True, some of Shakespeare’s phrases seem archaic, old-fashioned. For example, “the world’s mine oyster”. That was more likely to be used in this writer’s salad days, when he was young. “Salad days”, meaning when one was young, is another phrase first found in Shakespeare. “My salad days, / When I was green in judgment,” Cleopatra recalls, talking to her attendant, Charmian, in Antony and Cleopatra (Act 1, Scene 5). “Salad days” sounds old-fashioned, too: people are more likely to talk and write about salad bars, salad dressings and salad oils.
Bated breath, up in arms and more Shakespeare
But there are plenty of Shakespeare phrases that continue to be widely used.
Fans watch football matches and plaintiffs and defendants await court judgments with “bated breath” – an expression used by Shylock in The Merchant of Venice. “With bated breath and whispering humbleness, / Say this,” he tells Antonio (Act 1, Scene 3).
Fans, of course, are up in arms if their team plays badly or the referee’s decision goes against them. “Up in arms” – that’s another phrase first found in Shakespeare: “The commons here in Kent are up in arms,” the captain tells the Earl of Suffolk in Henry VI, Part 2 (Act 4, Scene 1).

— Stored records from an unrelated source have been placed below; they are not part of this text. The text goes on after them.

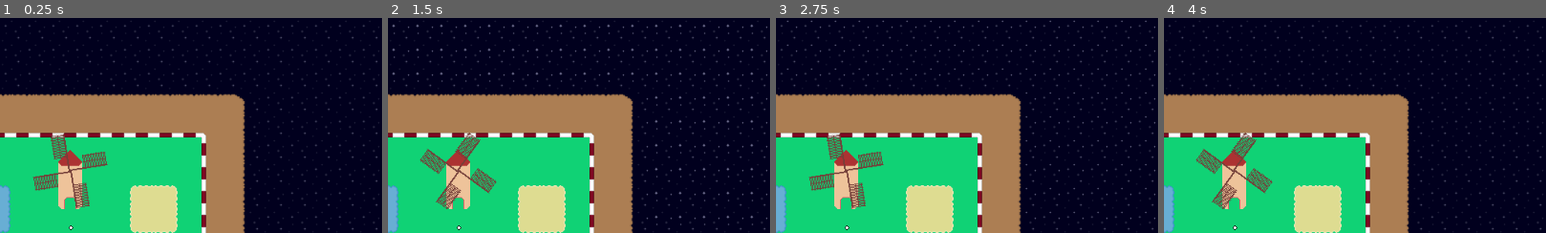
Above: before the commit, frames 1-4 (left to right).
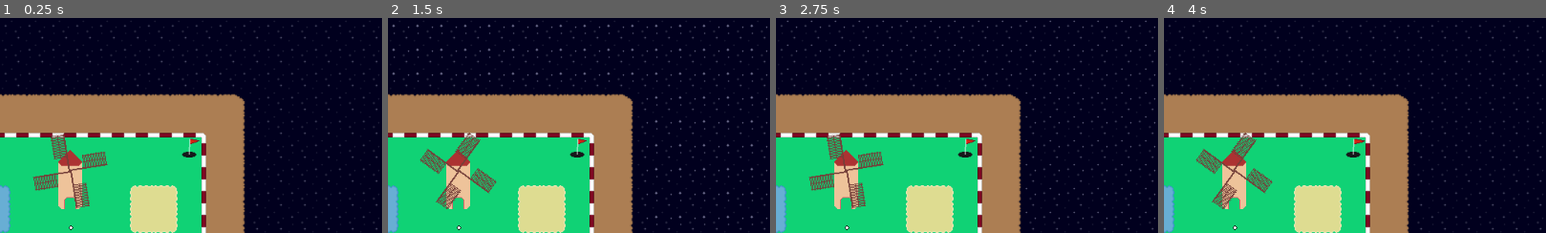
Above: after the commit, the same moments.

Repository: SleepingColossus/rustys-mini-golf
Game: Godot game, scene res://Maps/TestMap.tscn
Same seed, same stepped clock (60 frames per second), same inputs: the game is played once before the commit and once after it. The project has no main scene, so this scene is started directly.
Inputs (mouse positions are % of the whole screen's width and height, from its top left):
- Up to frame 1 (0.25 s): no input
- Up to frame 2 (1.5 s): move the mouse to (72, 45) at 0.52 s; click (72, 45) at 0.67 s; move the mouse to (30, 55) at 1.27 s; click (30, 55) at 1.42 s
- Up to frame 3 (2.75 s): move the mouse to (60, 28) at 2.02 s; click (60, 28) at 2.17 s
- Up to frame 4 (4 s): move the mouse to (45, 70) at 2.77 s; click (45, 70) at 2.92 s; move the mouse to (80, 65) at 3.52 s; click (80, 65) at 3.67 s
The pictures show only the part of the screen within x 30-80%, y 0-50%; the shares and areas given below are measured in that part.

The runs differ from the first frame. In frame 1, 0.2% of the frame differs, in the area x 47-53%, y 56-65%; in frame 2, 0.2%; in frame 3, 0.2%; in frame 4, 0.2%.

Commit message:
Implement hole

Diff:
--- a/Src/GameObjects/Ball/Ball.gd
+++ b/Src/GameObjects/Ball/Ball.gd
@@ -1,5 +1,6 @@
 extends RigidBody2D
 
+const LAYER_HOLE = 1
 const LAYER_WATER = 2
 const LAYER_SAND = 3
 
@@ -38,13 +39,17 @@
     position = last_known_position
 
 
+func win():
+    queue_free()
+    print_debug("YOU WIN!!!")
+
 func _on_body_shape_entered(body_rid, body, body_shape_index, local_shape_index):
     if body is TileMap:
         var tile_coordinatess = body.get_coords_for_body_rid(body_rid)
 
         for layer_index in body.get_layers_count():
             # do not check for collisions on background layer
-            if layer_index != 2 and layer_index != 3:
+            if layer_index < LAYER_HOLE or layer_index > LAYER_SAND:
                 continue
 
             var tile_data = body.get_cell_tile_data(layer_index, tile_coordinatess)
@@ -52,6 +57,8 @@
             if not (tile_data is TileData):
                 continue
             else:
+                if layer_index == LAYER_HOLE:
+                    win()
                 if layer_index == LAYER_WATER:
                     $AnimationPlayer.play("die_and_reset")
                 if layer_index == LAYER_SAND:
--- a/Src/Maps/TestMap.tscn
+++ b/Src/Maps/TestMap.tscn
@@ -14,13 +14,13 @@
 tile_set = ExtResource("1_iv4n2")
 format = 2
 layer_0/tile_data = PackedInt32Array(196614, 0, 6, 196615, 65536, 6, 196616, 65536, 6, 196617, 65536, 6, 196618, 65536, …(1888 unchanged characters)…
-layer_1/name = ""
+layer_1/name = "Hole"
 layer_1/enabled = true
 layer_1/modulate = Color(1, 1, 1, 1)
 layer_1/y_sort_enabled = false
 layer_1/y_sort_origin = 0
 layer_1/z_index = 0
-layer_1/tile_data = PackedInt32Array()
+layer_1/tile_data = PackedInt32Array(327697, 0, 9)
 layer_2/name = "Water"
 layer_2/enabled = true
 layer_2/modulate = Color(1, 1, 1, 1)

Any player who plays badly is likely to be sent packing – taken off the field and benched, and later maybe even dropped from the team. This expression also goes back to Shakespeare. When Prince Henry doesn’t want to meet a visitor, Falstaff says, “I’ll send him packing” in Henry IV, Part 1 (Act 2, Scene 4).
There are many other words and phrases which have come down to us from Shakespeare.

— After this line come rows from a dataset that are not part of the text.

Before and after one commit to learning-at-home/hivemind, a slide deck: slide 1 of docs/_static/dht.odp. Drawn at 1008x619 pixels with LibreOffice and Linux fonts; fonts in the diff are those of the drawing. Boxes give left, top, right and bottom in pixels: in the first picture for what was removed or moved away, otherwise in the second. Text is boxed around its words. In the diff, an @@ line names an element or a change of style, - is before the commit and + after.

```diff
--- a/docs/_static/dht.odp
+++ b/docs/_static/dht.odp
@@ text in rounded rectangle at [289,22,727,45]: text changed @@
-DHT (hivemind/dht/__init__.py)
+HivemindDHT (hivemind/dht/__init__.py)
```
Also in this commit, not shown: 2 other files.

Hamlet’s father’s ghost talks of “murder most foul” (Act 1, Scene 5).
Iago tells Othello to beware of jealousy, “the green-eyed monster” (Act 3, Scene 3).

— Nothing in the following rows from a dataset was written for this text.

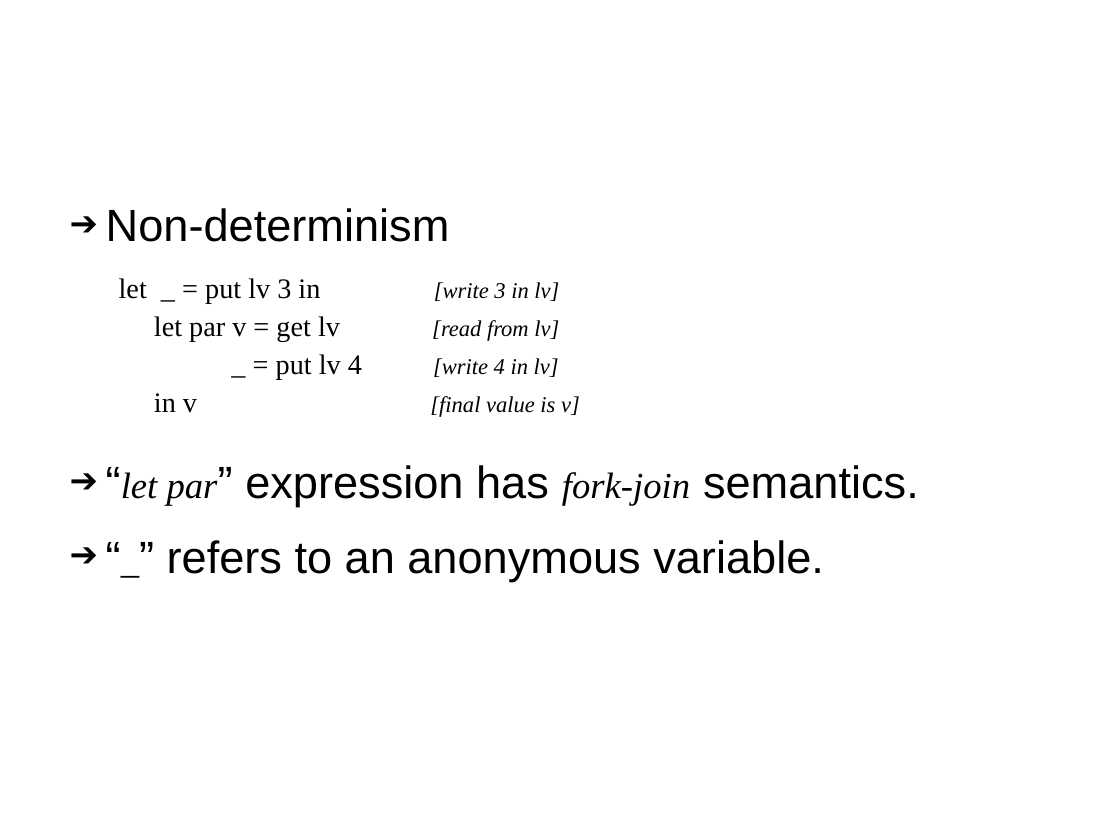
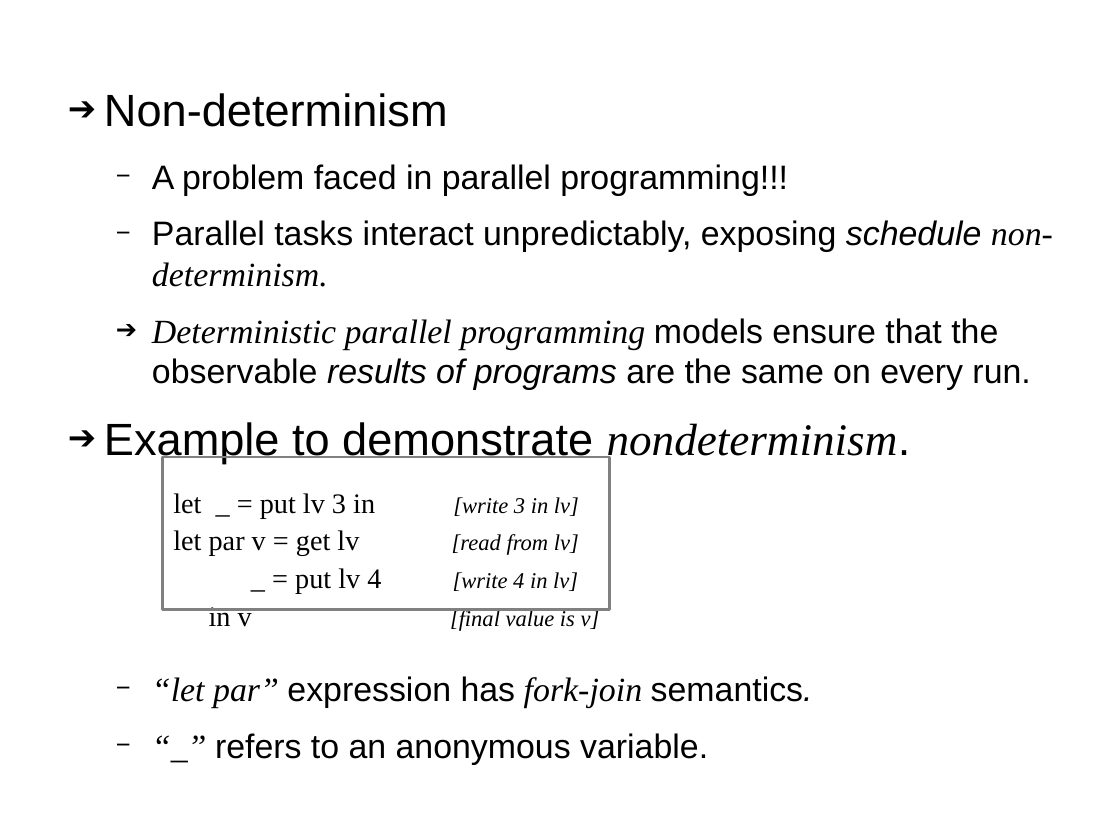
Before and after one commit to sentinel88/Personal, a slide deck: slide 5 of Talk.odp (slide 4 before the commit). Drawn at 1120x840 pixels with LibreOffice and Linux fonts; fonts in the diff are those of the drawing. Boxes give left, top, right and bottom in pixels: in the first picture for what was removed or moved away, otherwise in the second. Text is boxed around its words. In the diff, an @@ line names an element or a change of style, - is before the commit and + after.

```diff
--- a/Talk.odp
+++ b/Talk.odp
@@ text "Non-determinism": place and size @@
-text "Non-determinism" at [106, 208, 919, 581]
+text "Non-determinism" at [104, 93, 1053, 765]
@@ text at [104, 164, 1053, 465]: paragraphs added @@
+  − A problem faced in parallel programming!!!
+  − Parallel tasks interact unpredictably, exposing schedule non-determinism.
+  ➔ Deterministic parallel programming models ensure that the observable results of programs are the same on every run.
+➔ Example to demonstrate nondeterminism.
@@ rectangle added at [163, 457, 610, 610], outline #808080 1.5 pt @@
@@ text at [152, 676, 813, 765]: size 32 to 24 pt in "“let par” expression has semantics.", "“_” refers to an anonymous variable."; size 26 to 24 pt in "“let par” fork-join", "“_”"; font Arial to Times New Roman in "“let par”", "“_”"; italic on in "“let par” semantics.", "“_”"; bullet ➔ to −; list level 1 to 2 in "“let par” expression has fork-join ..."; list level 1 to 2 in "“_” refers to an anonymous ..." @@
```
Also in this commit, not shown: 2 other slides changed, 3 slides added, 1 other file.

Can anything be “too much of a good thing”, Rosalind asks in As You Like It (Act 4, Scene 1).
If you ever gave up something as a “wild goose chase”, or impossible to achieve, then again you were quoting Shakespeare. Mercutio uses the phrase while talking to Romeo in Romeo and Juliet (Act 2, Scene 4).
If you were ever inclined to lie low, you were channelling Shakespeare, too. “Some of us would lie low” rather than quarrel with Don Pedro, says Antonio in Much Ado about Nothing (Act 5, Scene 1).
Memorable Shakespeare
Shakespeare’s words and phrases have become part of our everyday language. We would be lost without them. Some of his lines have become well-known sayings. For example, this line from The Merchant of Venice: “All that glisters is not gold” (Act 2, Scene 7). Shakespeare could be pithy as a proverb. And magnificent in his blank verse which has resonated through the ages.
All the world’s a stage,
And all the men and women merely players:
They have their exits and their entrances;
And one man in his time plays many parts.
—Jaques in As You Like It (Act 2, Scene 7)
Life’s but a walking shadow, a poor player
That struts and frets his hour upon the stage
And then is heard no more: it is a tale
Told by an idiot, full of sound and fury,
Signifying nothing.
—Macbeth in Macbeth (Act 5, Scene %)
We are such stuff
As dreams are made on, and our little life
Is rounded with a sleep.
— Prospero in The Tempest (Act 4, Scene 1)
Who can fail to respond to poetry like that? Or to a line like this from The Twelfth Night, which has the ring of truth: “Some are born great, some achieve greatness, and some have greatness thrust on them.” (Act 2, Scene 5) Shakespeare wasn’t born great, but he achieved greatness. And all because of words.